Published June 15, 2016 10:57 AM by Mark Darby
Read this quote below first as a caregiver and then as a scientist and we will see the debate about spirituality in the scientific literature

"This is the first resting-state fMRI study demonstrating altered functional connectivity in the DMN among meditation practitioners.  In the current study, meditators showed heightened activation of the DMN in the MPFC. This finding is consistent with previous studies that have reported that structural and functional changes in the medial prefrontal areas are associated with meditation." (Jang et al, 2011, page 358)

Wow! What a mouthful. Real people don't talk this way. The abbreviation DMN is the Default Mode Network which is the area of the brain that supports "internal mentation" or thinking that is not concerned with the outside world.
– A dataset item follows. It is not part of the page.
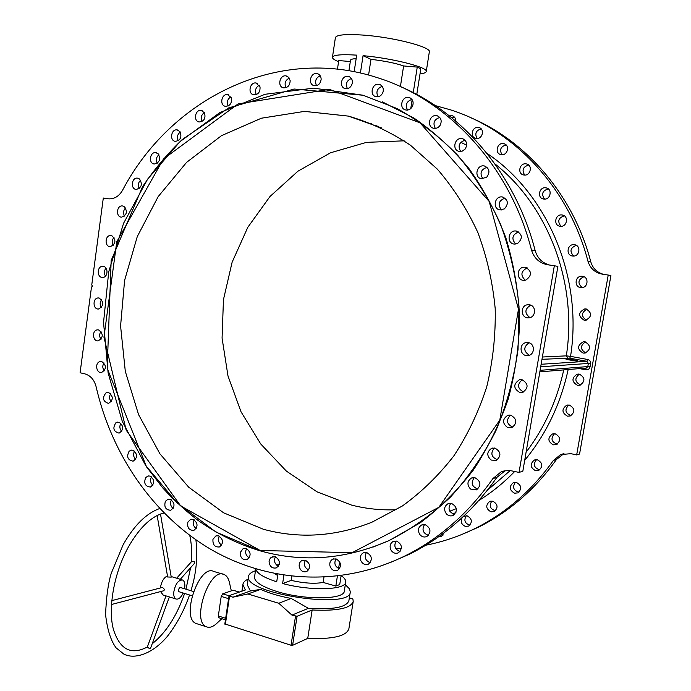 <?xml version="1.0" encoding="UTF-8"?>
<svg xmlns="http://www.w3.org/2000/svg" width="691" height="691" viewBox="0 0 691 691"><rect width="100%" height="100%" fill="white"/><g stroke="black" fill="none" stroke-linecap="round" stroke-linejoin="round"><path stroke-width="1.04" d="M494.894 163.871C548.118 205.719 577.754 283.103 566.318 355.856L570.55 356.366L569.738 358.18L541.986 359.294M573.228 359.873L577.443 360.927C577.685 361.436 565.497 359.424 565.834 359.009L573.228 359.873M335.385 37.711L335.403 37.582C336.586 34.818 345.543 33.971 362.265 35.025C392.721 37.003 431.996 47.126 429.318 51.963L427.884 61.102M341.199 575.672C344.429 577.918 345.941 580.034 345.733 582.012C346.053 590.054 310.656 591.185 282.628 583.515L291.231 580.414C304.057 583.29 314.699 583.964 323.155 582.435L335.826 586.072L339.73 584.526L341.121 575.681M283.889 575.266L282.628 583.515M277.86 574.264L276.711 581.813C263.565 577.512 256.603 573.219 255.843 568.952M254.547 576.968L254.513 577.175C254.443 581.71 261.379 586.313 275.32 590.978C303.168 600.28 344.861 599.935 344.334 590.9L345.707 582.185M444.253 532.649L441.601 536.285L438.794 536.648M463.488 516.393L467.159 515.832C472.152 518.803 472.653 522.223 468.653 526.084L465.397 526.395C461.372 524.538 460.292 521.627 462.141 517.654M490.981 511.876C485.868 508.818 485.402 505.354 489.599 501.485L492.787 501.191C497.883 504.18 498.375 507.626 494.281 511.547L490.981 511.876M514.562 493.201C509.327 490.109 508.878 486.611 513.232 482.689L516.402 482.413C521.619 485.428 522.102 488.926 517.853 492.882L514.562 493.201M535.534 470.709C530.161 467.557 529.755 463.998 534.324 460.059L537.408 459.809C542.755 462.892 543.204 466.425 538.747 470.424L535.534 470.709M553.327 444.849C547.799 441.584 547.462 437.982 552.325 434.034L555.227 433.844C560.729 437.014 561.109 440.608 556.376 444.607L553.327 444.849M567.432 416.163C561.748 412.76 561.507 409.098 566.732 405.194L569.367 405.064C575.033 408.381 575.318 412.026 570.23 415.991L567.432 416.163M577.46 385.319C571.595 381.734 571.483 378.029 577.14 374.202L579.404 374.151C585.242 377.649 585.398 381.346 579.887 385.241L577.46 385.319M583.083 353.075C577.054 349.257 577.097 345.509 583.23 341.829L585.035 341.846C591.047 345.56 591.055 349.3 585.061 353.075L583.083 353.075M584.137 320.227C577.952 316.15 578.177 312.375 584.802 308.894L586.098 308.955C592.247 312.919 592.083 316.694 585.605 320.27L584.137 320.227M580.57 287.594C573.91 286.851 575.059 275.873 581.762 276.236L582.53 276.305C589.121 277.005 588.145 287.845 581.52 287.663L580.57 287.594M572.493 256.015C565.575 255.29 567.259 243.793 574.161 244.683L574.437 244.718C581.286 245.391 579.784 256.767 572.951 256.059L572.493 256.015M560.133 226.259C553.102 225.586 555.106 213.795 562.059 214.979L562.198 214.996C569.134 215.808 567.026 227.451 560.168 226.268L560.133 226.259M543.852 199.06L543.541 199.017C536.847 198.049 539.066 186.717 545.752 187.814L546.201 187.892C552.809 189.014 550.442 200.2 543.852 199.06M524.098 175.039L523.553 174.944C517.153 173.752 519.528 162.817 525.963 163.845L526.646 163.966C532.951 165.296 530.446 176.093 524.098 175.039M501.416 154.706L500.716 154.568C494.575 153.255 497.019 142.614 503.255 143.573L504.076 143.737C510.139 145.179 507.574 155.7 501.416 154.706M476.419 138.45L475.633 138.304C469.69 136.922 472.152 126.496 478.215 127.412L479.113 127.593C484.978 129.087 482.413 139.401 476.419 138.45M449.383 115.863L452.398 115.794C454.652 116.667 455.758 118.429 455.715 121.063M435.33 105.611L450.411 109.817C513.983 129.778 568.978 187.883 587.963 261.25L590.779 261.811C592.766 268.376 597.05 272.556 603.64 274.362M563.96 453.59L556.428 459.524L553.405 460.431C531.845 490.619 505.579 513.387 474.605 528.727C458.789 536.484 442.516 541.977 425.777 545.208M401.436 548.274L395.71 548.533M553.405 460.431L560.66 454.583L570.93 453.676L576.674 454.92L608.218 275.053L610.913 275.519L579.559 454.039L576.674 454.92M587.963 261.25C590.183 268.41 594.968 272.72 602.327 274.163L608.218 275.053M101.663 299.652C99.78 302.217 99.703 304.852 101.422 307.555M101.007 331.412C99.219 334.038 99.228 336.664 101.033 339.298M104.03 362.93C102.311 365.625 102.415 368.268 104.324 370.842M110.698 393.715C109.031 396.504 109.221 399.165 111.26 401.687M120.925 423.281C119.293 426.174 119.569 428.869 121.763 431.357M134.581 451.145C132.966 454.16 133.337 456.898 135.695 459.351M151.493 476.825C149.878 479.986 150.344 482.767 152.901 485.186M171.446 499.861C169.813 503.169 170.383 506.019 173.165 508.403M194.171 519.787C192.504 523.268 193.178 526.188 196.201 528.537M219.349 536.164C217.622 539.844 218.408 542.832 221.69 545.139M246.583 548.602C244.787 552.48 245.676 555.547 249.252 557.818M320.209 75.768C315.847 77.833 314.612 81.132 316.495 85.658M289.313 78.083C285.279 80.216 284.156 83.43 285.936 87.722M259.35 85.218C255.627 87.403 254.616 90.53 256.309 94.598M230.863 96.844C227.443 99.089 226.544 102.138 228.177 105.982M204.363 112.598C201.219 114.887 200.433 117.859 202.022 121.504M180.265 132.059C177.371 134.391 176.697 137.284 178.261 140.739M158.913 154.758C156.252 157.125 155.691 159.949 157.237 163.24M140.61 180.213C138.157 182.614 137.699 185.378 139.245 188.513M125.581 207.931C123.309 210.366 122.955 213.087 124.518 216.084M114.006 237.419C111.89 239.889 111.622 242.567 113.229 245.452M106.008 268.16C104.021 270.673 103.849 273.316 105.498 276.106M337.45 69.169L338.745 60.566L350.311 61.525M350.51 60.221L350.518 60.152C350.734 59.331 352.609 58.83 356.15 58.649M354.172 71.709L356.686 55.133C341.518 54.2 333.442 54.9 332.457 57.232C332.276 58.476 334.314 59.953 338.573 61.68M360.417 73.03L363.06 55.669L370.981 59.357C384.602 60.929 395.477 63.131 403.622 65.956L417.26 67.096L420.81 68.832L416.777 94.46M368.579 75.06L370.981 59.357M400.4 86.591L403.622 65.956M410.748 108.599L412.147 99.703M413.253 92.62L417.26 67.096M275.441 556.721C273.558 560.816 274.552 563.968 278.421 566.179M305.422 560.22C303.409 564.53 304.498 567.769 308.696 569.937M335.947 558.855C333.788 563.381 334.971 566.706 339.497 568.831M366.42 552.463C364.071 557.205 365.323 560.617 370.177 562.707M396.176 541.001C393.585 545.942 394.889 549.449 400.072 551.53M424.533 524.547C421.648 529.643 422.961 533.253 428.472 535.361M450.8 503.298C447.561 508.516 448.839 512.221 454.635 514.424M474.302 477.611C470.631 482.871 471.815 486.689 477.852 489.055M494.402 448.001C490.239 453.21 491.266 457.131 497.468 459.765M510.528 415.118C505.829 420.154 506.615 424.179 512.877 427.185M522.189 379.748C516.954 384.481 517.429 388.584 523.605 392.047M529.012 342.779C523.286 347.089 523.389 351.235 529.332 355.226M530.731 305.172C524.616 308.989 524.331 313.135 529.893 317.627M527.242 267.892C520.884 271.2 520.237 275.312 525.298 280.235M518.604 231.908C512.169 234.75 511.202 238.784 515.719 244.027M505.061 198.101C498.686 200.571 497.477 204.519 501.459 209.943M487.034 167.308C480.815 169.511 479.45 173.355 482.94 178.848M465.06 140.23C459.074 142.268 457.623 146.008 460.69 151.467M439.778 117.444C434.095 119.396 432.609 123.05 435.321 128.396M411.922 99.392C406.55 101.327 405.081 104.885 407.517 110.068M382.209 86.358C377.174 88.318 375.757 91.791 377.968 96.766M351.399 78.48C346.701 80.493 345.362 83.87 347.392 88.629M400.348 86.565C462.953 112.832 515.685 174.607 535.197 250.703C537.417 258.175 542.202 262.96 549.561 265.042M557.887 266.372L522.828 471.262L519.036 472.411L554.337 265.759L557.887 266.372M505.043 470.744L496.889 477.369C472.903 511.521 443.795 537.114 409.582 554.13L390.501 562.448M339.652 561.697L338.581 568.529M337.381 576.156L335.826 586.072M323.958 577.279L323.155 582.435M291.861 576.311L291.231 580.414M279.233 564.331L276.694 565.178M274.94 573.703L277.661 575.551M496.889 477.369L492.908 478.561C468.757 512.99 439.459 538.773 405.021 555.909C340.361 587.557 267.357 582.461 209.934 548.835C152.59 514.683 111.648 454.393 96.109 386.727C94.261 379.739 90.443 375.438 84.682 373.814L80.087 372.769L91.471 287.128L92.499 286.204L91.756 284.942L103.304 198.032L108.781 198.835C114.473 199.043 119.042 196.227 122.488 190.379C169.986 99.694 276.279 44.699 377.407 77.677C448.027 99.556 509.984 165.65 531.474 249.961L535.197 250.703M556.428 459.524C535.007 489.496 508.896 512.109 478.103 527.354L461.217 534.722M470.726 117.695C526.879 141.439 573.556 195.639 590.779 261.811M441.281 534.86L442.948 535.3M466.304 515.702C463.609 520.297 464.81 523.458 469.906 525.195M491.837 501.061C488.891 505.769 490.1 509.008 495.447 510.761M515.426 482.275C512.186 487.06 513.353 490.377 518.924 492.208M536.492 459.688C532.882 464.482 533.962 467.867 539.723 469.863M554.484 433.741C550.451 438.448 551.375 441.92 557.248 444.166M568.9 404.995C564.4 409.513 565.1 413.071 571.008 415.662M579.326 374.142C574.351 378.357 574.774 381.985 580.587 385.008M585.432 341.933C580.025 345.75 580.12 349.404 585.709 352.911M587.013 309.188C581.252 312.531 581.001 316.193 586.236 320.175M583.955 276.72C577.978 279.587 577.391 283.215 582.185 287.611M576.32 245.348C570.256 247.784 569.384 251.351 573.703 256.05M564.314 215.834C558.276 217.915 557.188 221.405 561.032 226.311M548.291 188.868C542.375 190.699 541.131 194.111 544.551 199.103M528.71 165.071C522.975 166.747 521.636 170.072 524.702 175.073M506.132 144.946C500.621 146.544 499.248 149.8 502.012 154.732M481.169 128.889C475.918 130.469 474.544 133.665 477.075 138.476M454.479 117.168L451.983 117.954M396.47 509.742C381.173 510.364 366.204 508.818 351.564 505.095L317.048 491.854L286.359 471.081L260.706 443.95L241.021 411.776L227.995 375.999L222.07 338.115L223.452 299.669L232.116 262.226L247.801 227.322L270 196.494L297.942 171.195L330.557 152.771L366.506 142.363L404.157 140.817M263.375 529.254C299.35 539.006 335.541 536.648 371.948 522.197L402.335 506.011C421.493 492.173 438.681 475.434 453.909 455.801C467.729 434.734 478.664 411.767 486.714 386.891C492.916 361.298 495.741 335.195 495.197 308.592C492.683 282.153 486.879 256.724 477.783 232.331C466.952 208.932 453.477 187.874 437.36 169.148L410.463 145.24C390.847 132.145 370.195 122.445 348.497 116.123L304.489 111.381L261.414 118.204L221.5 135.661L186.596 162.368L158.161 196.641L137.259 236.633L124.596 280.399L120.579 325.971L125.304 371.361L138.58 414.635L159.958 453.857L188.669 487.172L223.625 512.826L263.375 529.254M382.192 101.784L414.004 118.101C434.164 131.99 452.458 148.781 468.887 168.483C483.976 189.645 496.319 212.828 505.924 238.032C513.767 264.066 518.354 290.868 519.684 318.421C519.105 346.01 515.261 372.959 508.153 399.268C499.282 424.81 487.647 448.45 473.24 470.182C457.468 490.532 439.796 508.075 420.197 522.828L389.128 540.561L373.01 547.073M98.476 297.951L98.303 297.951C92.49 297.873 92.724 309.525 98.528 309.015C103.961 305.733 104.16 302.071 99.115 298.011L98.476 297.951M97.31 329.866C91.704 330.41 92.594 341.579 98.182 340.862C103.443 337.528 103.581 333.874 98.588 329.901L97.31 329.866M99.849 361.643C94.632 362.991 96.248 373.39 101.534 372.492C106.639 369.106 106.716 365.461 101.758 361.557L99.849 361.643M106.06 392.79C101.992 397.886 102.821 401.428 108.539 403.414C113.497 399.968 113.514 396.332 108.591 392.488L106.06 392.79M115.855 422.814C112.426 428.187 113.514 431.625 119.111 433.136C123.939 429.629 123.896 425.993 118.982 422.21L115.855 422.814M129.122 451.232C126.332 456.786 127.671 460.102 133.13 461.173C137.837 457.606 137.734 453.952 132.819 450.23L131.074 450.187L129.122 451.232M145.706 477.559C143.547 483.208 145.119 486.369 150.413 487.034C155.017 483.398 154.862 479.744 149.938 476.064L147.995 476.039L145.706 477.559M165.391 501.312C163.853 506.978 165.641 509.958 170.755 510.26C175.272 506.546 175.056 502.875 170.107 499.248L167.965 499.248L165.391 501.312M187.909 522.033C186.985 527.63 188.971 530.412 193.877 530.377C198.317 526.594 198.049 522.906 193.065 519.312L190.725 519.347L187.909 522.033M212.958 539.274C212.603 544.724 214.771 547.289 219.462 546.961C223.841 543.091 223.513 539.386 218.486 535.827L215.938 535.896L212.958 539.274M240.148 552.627C240.338 557.844 242.653 560.168 247.11 559.58C251.438 555.642 251.058 551.91 245.97 548.386L243.232 548.49L240.148 552.627M269.058 561.714C269.732 566.62 272.168 568.676 276.374 567.89C280.676 563.865 280.244 560.107 275.087 556.609L271.079 557.378L269.525 559.451L269.058 561.714M299.168 566.197C300.283 570.723 302.805 572.511 306.735 571.569C311.036 567.458 310.561 563.666 305.318 560.194L302.217 560.375C300.032 561.481 299.022 563.424 299.168 566.197M329.935 565.825C331.412 569.911 333.978 571.422 337.631 570.36C341.941 566.171 341.432 562.344 336.102 558.889L332.829 559.114C330.376 560.461 329.408 562.699 329.935 565.825M360.728 560.427C362.49 564.011 365.047 565.247 368.415 564.132C372.769 559.848 372.224 555.996 366.791 552.55L363.388 552.809C360.624 554.432 359.743 556.972 360.728 560.427M390.89 549.932C392.834 552.981 395.347 553.94 398.405 552.817C402.844 548.464 402.283 544.56 396.729 541.113L393.231 541.407C390.13 543.333 389.353 546.184 390.89 549.932M419.713 534.393C421.752 536.872 424.153 537.581 426.9 536.51C431.46 532.079 430.899 528.14 425.215 524.676L421.665 524.97C418.185 527.25 417.537 530.394 419.713 534.393M446.49 513.992C448.519 515.909 450.739 516.384 453.166 515.417C457.908 510.925 457.364 506.926 451.534 503.428L447.993 503.713C444.088 506.373 443.587 509.803 446.49 513.992M470.519 489.055L476.496 489.893C481.48 485.358 480.979 481.299 474.985 477.731L471.538 477.991C467.142 481.057 466.796 484.745 470.519 489.055M491.137 460.059L496.216 460.439C501.528 455.887 501.096 451.767 494.92 448.096L491.664 448.304C486.697 451.802 486.516 455.723 491.137 460.059M507.738 427.634L511.737 427.703C517.447 423.168 517.118 418.988 510.753 415.161L507.79 415.3C502.176 419.23 502.15 423.35 507.738 427.634M519.813 392.523L522.551 392.436C528.753 387.979 528.563 383.73 521.99 379.705L519.451 379.756C513.093 384.136 513.223 388.385 519.813 392.523M527 355.597L528.33 355.502C535.084 354.578 535.041 343.47 528.287 342.606L526.257 342.581C518.889 343.41 519.589 355.684 527 355.597M529.038 317.8C536.086 317.247 536.449 305.612 529.436 304.809L527.976 304.74C519.736 305.059 520.712 318.974 528.9 317.817L529.038 317.8M525.868 280.097C532.165 275.372 532.001 271.105 525.376 267.287L524.512 267.218C516.298 266.856 516.03 280.822 524.253 280.347L525.868 280.097M517.576 243.474C522.966 238.395 522.517 234.249 516.229 231.027L515.918 230.993C507.833 229.999 506.408 243.914 514.57 244.07L517.576 243.474M504.404 208.872C508.861 203.698 508.205 199.734 502.426 196.97L502.279 196.952C494.445 195.639 492.242 209.235 500.163 209.926L504.404 208.872M486.749 177.146C490.282 172.163 489.504 168.44 484.434 165.978L483.925 165.9C476.436 164.7 473.957 177.717 481.472 178.77L486.749 177.146M465.138 149.057C467.824 144.324 466.943 140.878 462.486 138.727L461.726 138.589C454.523 137.492 451.888 150.042 459.04 151.346L462.331 151.104L465.138 149.057M440.193 125.209C442.119 120.787 441.134 117.651 437.222 115.794L436.306 115.622C429.344 114.594 426.641 126.799 433.49 128.241C436.22 128.768 438.457 127.757 440.193 125.209M412.587 106.077C413.874 102 412.795 99.184 409.357 97.621L408.355 97.422C401.601 96.455 398.888 108.409 405.505 109.912C408.588 110.491 410.946 109.204 412.587 106.077M383.056 91.955C383.79 88.275 382.65 85.788 379.627 84.483L378.608 84.276C372.034 83.361 369.357 95.125 375.783 96.636C379.204 97.206 381.631 95.643 383.056 91.955M352.341 83.024C352.626 79.75 351.434 77.582 348.782 76.511L347.798 76.321C341.371 75.431 338.771 87.083 345.059 88.552C348.791 89.053 351.218 87.213 352.341 83.024M321.151 79.292C321.073 76.442 319.873 74.585 317.54 73.73L316.642 73.557C310.337 72.676 307.832 84.267 314.016 85.649C318.041 86.038 320.417 83.913 321.151 79.292M290.168 80.648L288.743 77.323L285.798 75.846C279.605 74.974 277.221 86.53 283.327 87.809C287.62 88.025 289.9 85.641 290.168 80.648M260.032 86.902L255.895 82.963C249.779 82.082 247.542 93.656 253.588 94.805C258.14 94.797 260.282 92.162 260.032 86.902M231.295 97.742L227.494 94.607C221.448 93.7 219.349 105.317 225.37 106.319C230.146 106.043 232.124 103.175 231.295 97.742M204.476 112.797L201.081 110.387C195.069 109.446 193.135 121.141 199.146 121.987C204.121 121.391 205.901 118.325 204.476 112.797M179.997 131.661L177.069 129.891C171.083 128.906 169.312 140.688 175.333 141.37C180.481 140.42 182.035 137.181 179.997 131.661M158.222 153.868L155.812 152.642C149.843 151.605 148.237 163.517 154.274 164.017C159.578 162.679 160.891 159.293 158.222 153.868M139.461 178.943L137.5 178.148C131.566 177.233 130.262 189.135 136.265 189.446C141.69 187.676 142.752 184.177 139.461 178.943M123.939 206.393L122.411 205.935C116.511 205.227 115.604 217.06 121.538 217.164C127.058 214.936 127.861 211.351 123.939 206.393M111.856 235.709L110.767 235.501C104.911 235 104.384 246.765 110.266 246.661C115.846 243.949 116.382 240.304 111.856 235.709M103.339 266.398L102.709 266.337C96.878 266.052 96.731 277.756 102.562 277.445C107.943 277.704 108.694 267.063 103.339 266.398M492.908 478.561L501.044 471.91L504.214 470.899L510.062 470.545L519.036 472.411M531.474 249.961C533.988 258.192 539.386 263.124 547.678 264.757L554.337 265.759M420.024 73.825C423.877 73.427 425.941 72.685 426.226 71.588C428.55 67.468 393.17 58.372 363.06 55.669M353.187 601.593L348.895 628.672C346.614 636.135 332.898 639.374 307.745 638.38L292.604 645.316L291.041 645.247L224.972 623.973M197.341 623.895L196.184 623.524C180.446 618.246 199.172 563.675 213.83 571.474L222.968 574.178M218.848 617.754L218.321 615.992L225.672 618.29M228.574 598.665L221.206 596.419L218.321 615.992M221.206 596.419L222.701 593.837L229.015 595.754M239.285 592.101L233.1 590.244L222.701 593.837M350.242 592.135L348.903 600.609C346.597 607.294 333.088 609.868 308.376 608.322L291.947 615.111L278.775 603.269L247.844 593.975L232.936 597.188L229.542 596.152L229.17 595.659L245.34 589.976L242.895 584.508C243.18 582.392 244.925 580.595 248.129 579.136M349.335 597.879L352.868 598.907L353.222 601.377C351.028 608.305 337.338 611.172 312.159 609.972L297.078 616.277L291.947 615.111M232.936 597.188L250.401 590.978L247.283 584.828M250.401 590.978L260.654 589.388C268.773 593.094 278.957 596.117 291.187 598.458L308.376 608.322M345.31 584.69L349.56 588.957L350.277 591.945C351.339 609.972 243.12 593.431 248.544 576.389C248.872 574.066 251.161 572.2 255.402 570.792L255.48 570.766M307.745 638.38L312.159 609.972M260.654 589.388L247.844 593.975M278.775 603.269L291.187 598.458M233.1 590.244L239.457 592.04M217.19 622.988L215.929 624.154C212.465 627.065 209.313 627.946 206.479 626.806C190.923 621.589 209.623 566.75 224.109 574.506C226.873 575.733 228.712 578.678 229.611 583.351L231.338 590.848M193.471 591.496L180.049 587.385L178.114 589.881L178.693 591.634M184.549 588.758C185.326 584.111 184.661 581.191 182.554 579.991C178.2 579.965 175.255 584.094 173.735 592.377C173.536 595.918 174.296 598.13 176.006 599.002C178.537 599.624 180.93 597.637 183.184 593.025M111.752 600.634L162.532 587.402L164.613 589.553L163.75 590.745M163.145 594.994L160.554 591.591M160.398 587.955C161.409 581.641 163.758 577.624 167.455 575.905M147.364 646.983C131.454 655.362 120.243 649.834 113.73 630.382C108.012 612.235 112.417 576.277 128.172 547.384C137.725 530.567 147.943 519.692 158.809 514.752L160.493 514L171.247 577.123L167.637 576.976M169.355 596.929L150.612 648.106L149.36 648.478L147.304 647.147L166.021 595.884M111.467 604.098L111.519 603.493M176.663 578.212L191.848 561.299L194.309 561.628L194.249 563.588M541.139 364.269L586.892 361.307L569.738 358.18M460.802 142.286L466.71 145.274M542.383 357.005L566.318 355.856L567.76 357.921M464.577 140.273L465.484 140.722M486.922 153.324C547.453 193.592 583.152 277.376 570.55 356.366L587.687 359.475L586.892 361.307L588.352 363.431L540.707 366.791M579.447 368.605L585.882 369.797C588.067 369.979 589.458 369.003 590.054 366.861L590.606 363.716C590.77 361.497 589.803 360.089 587.687 359.475M568.175 369.538C560.6 404.08 546.115 434.345 524.702 460.318M514.743 471.435C503.748 482.776 491.776 492.467 478.828 500.517M455.93 512.567L452.743 513.923M375.766 125.866L376.88 125.788M563.752 369.901C556.903 400.711 544.344 428.144 526.093 452.208M510.208 470.554L487.198 490.48M456.345 508.654L449.789 511.193M369.996 123.801L371.723 123.611M577.296 359.553L577.097 360.737M260.187 550.502L180.679 505.907L126.185 430.156L103.952 337.173L116.779 241.764L163.421 159.042L238.084 103.909L329.382 89.355L420.024 122.825L489.159 201.444L518.483 309.188L499.8 420.102L438.828 507.332L352.177 552.662L260.187 550.502M260.352 550.891L216.015 532.087L177.25 502.996L145.62 465.432L122.307 421.406L108.124 373.019L103.538 322.412L108.729 271.77L123.577 223.271L147.632 179.142L180.109 141.551L219.79 112.633L265.016 94.287L313.654 88.137L363.103 95.237L397.247 108.625C419.152 120.882 439.303 136.438 457.71 155.294C474.786 175.851 489.064 198.827 500.543 224.23C510.174 250.678 516.332 278.179 519.027 306.752L518.034 349.577C514.018 377.925 506.633 405.004 495.87 430.795C483.346 455.455 468.204 477.559 450.428 497.123C431.443 514.95 410.912 529.461 388.826 540.664C345.785 559.416 302.96 562.828 260.352 550.891M540.094 370.333L587.799 366.575L588.352 363.431L590.606 363.716M590.054 366.861L587.799 366.575L586.417 368.035L539.835 371.87M585.882 369.797L585.813 368.087M292.604 645.316L297.078 616.277M291.041 645.247L295.515 616.191M225.344 624.509L229.542 596.152M335.403 37.582L332.457 57.232M255.756 568.926L254.513 577.175M348.912 70.758L350.518 60.152M375.878 125.909L376.966 125.831M474.605 528.727L478.103 527.354M405.021 555.909L409.582 554.13M389.128 540.561L388.826 540.664C345.768 559.425 302.917 562.837 260.282 550.882C237.747 544.042 216.827 533.754 197.531 520.038C185.093 510.407 173.519 499.723 162.817 487.993L146.552 466.926L107.174 368.234L111.173 260.49L142.605 186.613C154.223 169.425 167.429 153.739 182.225 139.547L228.678 107.908L294.072 89.027L363.103 95.237M501.044 471.91L504.966 470.77M560.66 454.583L563.64 453.711M426.243 71.493L427.867 61.205M247.24 585.07L248.544 576.389M241.902 591.185L242.895 584.508M224.808 624.128L229.006 595.797M221.846 618.695L215.929 624.154M196.184 623.524L206.479 626.806M218.753 617.719L225.447 619.818M178.598 591.608L192.115 595.772M162.705 594.856L176.006 599.002M171.152 576.536L182.113 579.861M160.502 514.069L164.017 513.024M189.749 535.421C191.545 543.204 192.046 552.057 191.243 561.982M190.63 567.665L185.965 589.198M184.609 593.465C176.784 615.966 165.987 632.74 152.201 643.779M189.55 594.986C184.1 610.602 176.68 624.422 167.282 636.463C152.581 653.962 134.495 659.767 123.758 654.04L116.088 647.838C110.793 640.687 107.295 629.648 105.593 614.731C106.233 597.43 108.107 583.653 111.225 573.392L123.145 544.715C134.158 525.333 146.345 513.275 159.69 508.541M171.981 507.349L173.571 507.652M195.916 539.861C197.859 557.205 196.192 574.152 190.906 590.71M194.318 563.51L180.291 579.308M157.151 515.538L167.645 577.011M111.458 604.513L163.853 590.719M103.27 266.389L102.709 266.337M111.337 235.571L110.767 235.501M122.989 206.03L122.411 205.935M138.096 178.269L137.5 178.148M156.486 152.789L155.872 152.651M177.924 130.089L177.293 129.917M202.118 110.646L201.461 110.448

It is the area stimulated with self-reflective thoughts. It's the part of the brain associated with self -esteem and self-image.

The quote basically says that meditation changes your brain-not just lowers blood pressure or heart rate.

Direct care givers will say, "At last validation." Studies such as this are part of the growing proof that spirituality works.

On the other hand, scientists will say, "Remember statistics class?" This study involved only 35 people and a control group of 33. Respectable sample size but you don't change treatment guidelines over such numbers.  Many scientists are concerned that such studies will be used to justify treating illness ONLY with prayer and medication.  Direct care givers will respond to this by saying spirituality is one of many treatment modalities that work.

We have fallen into a debate where one side says "Medication not Meditation" and the other says "Meditation and Medication."

This debate is a rabbit hole if we think we have to fall on one side or the other. As caregivers and scientists we must guard against forcing our subjective experiences onto our patients when we don't have objective support. At the same time, we use all kinds of treatments which do not have double blind random controlled studies for support. So the question is: how do we more fully integrate spirituality into treatment and do so in a responsible and ethical manner?

We have to be both scientist and direct caregiver and pray we have the strength and integrity to perform both roles at the same time.